WHAT TO DO – Provide the count of lines below where "added" occurs, with no other output.

(Extracted data entries)
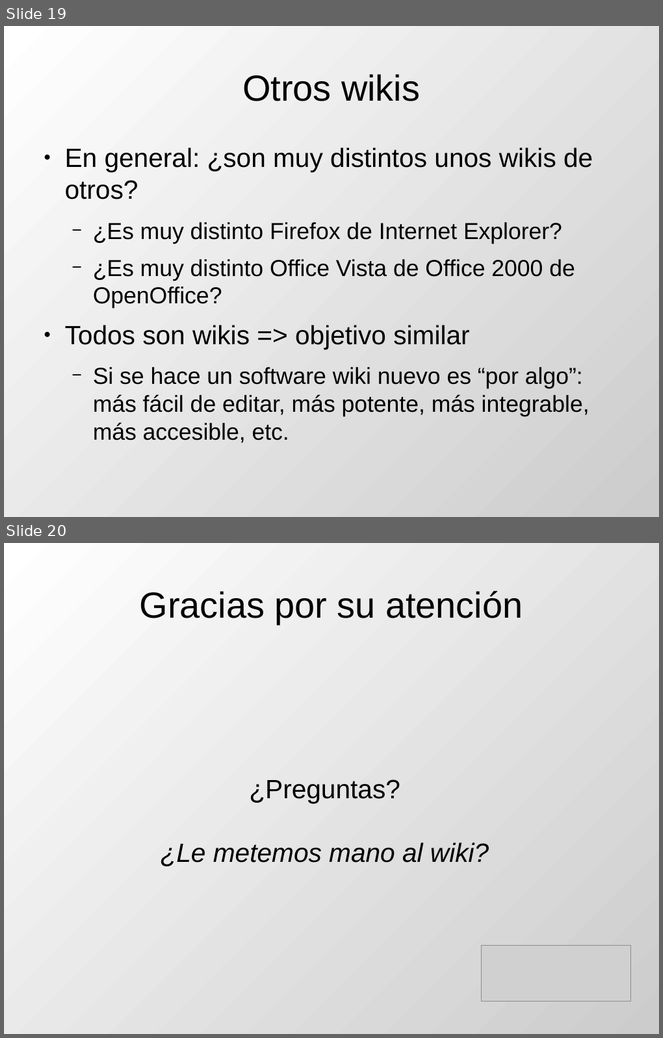
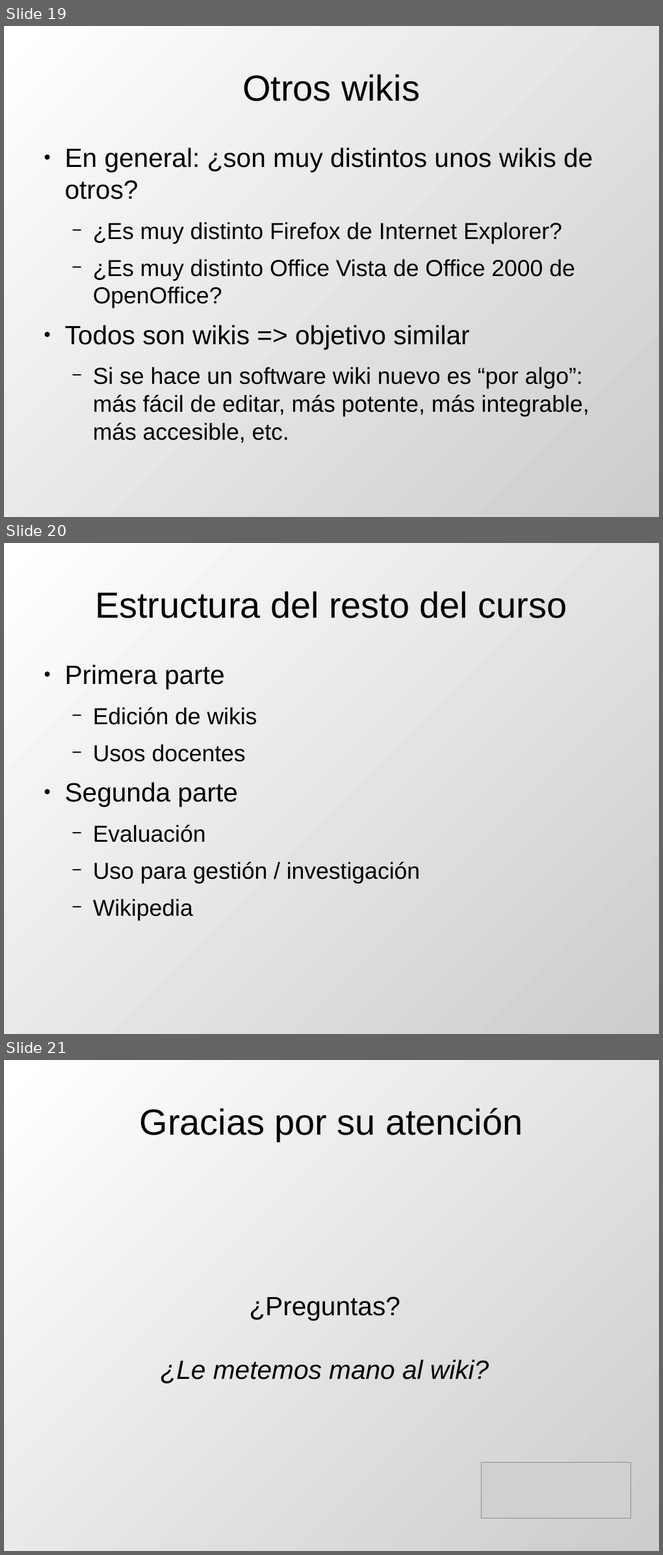
Before and after one commit to DrPantera/wikis4education, a slide deck: uca-2013_07/tema-1-Introduccion.odp. Shown one above the other, each under a label of ours: slides 19 and 20 before the commit, slides 19, 20 and 21 after it. The pictures are 663x1038 and 663x1555 pixels, drawn with LibreOffice and Linux fonts; fonts in the diff are those of the drawing; grey boxes stand for pictures. Boxes give left, top, right and bottom in pixels: in the first picture for what was removed or moved away, otherwise in the second. Text is boxed around its words. In the diff, an @@ line names an element or a change of style, - is before the commit and + after.

```diff
--- a/uca-2013_07/tema-1-Introduccion.odp
+++ b/uca-2013_07/tema-1-Introduccion.odp
@@ slide 20 added at bbox=[4, 543, 659, 1034], background gradient #FFFFFF to #CCCCCC @@
@@ title added at bbox=[95, 591, 568, 618], 44 pt, text #000000 @@
+Estructura del resto del curso
@@ text added at bbox=[65, 665, 420, 921], 28 pt, text #000000 @@
+● Primera parte
+  − Edición de wikis
+  − Usos docentes
+● Segunda parte
+  − Evaluación
+  − Uso para gestión / investigación
+  − Wikipedia
@@ what was slide 20 is now slide 21 @@
```
Also in this commit, not shown: 1 slide changed, 2 other files.

RESULT OF THE TASK – 3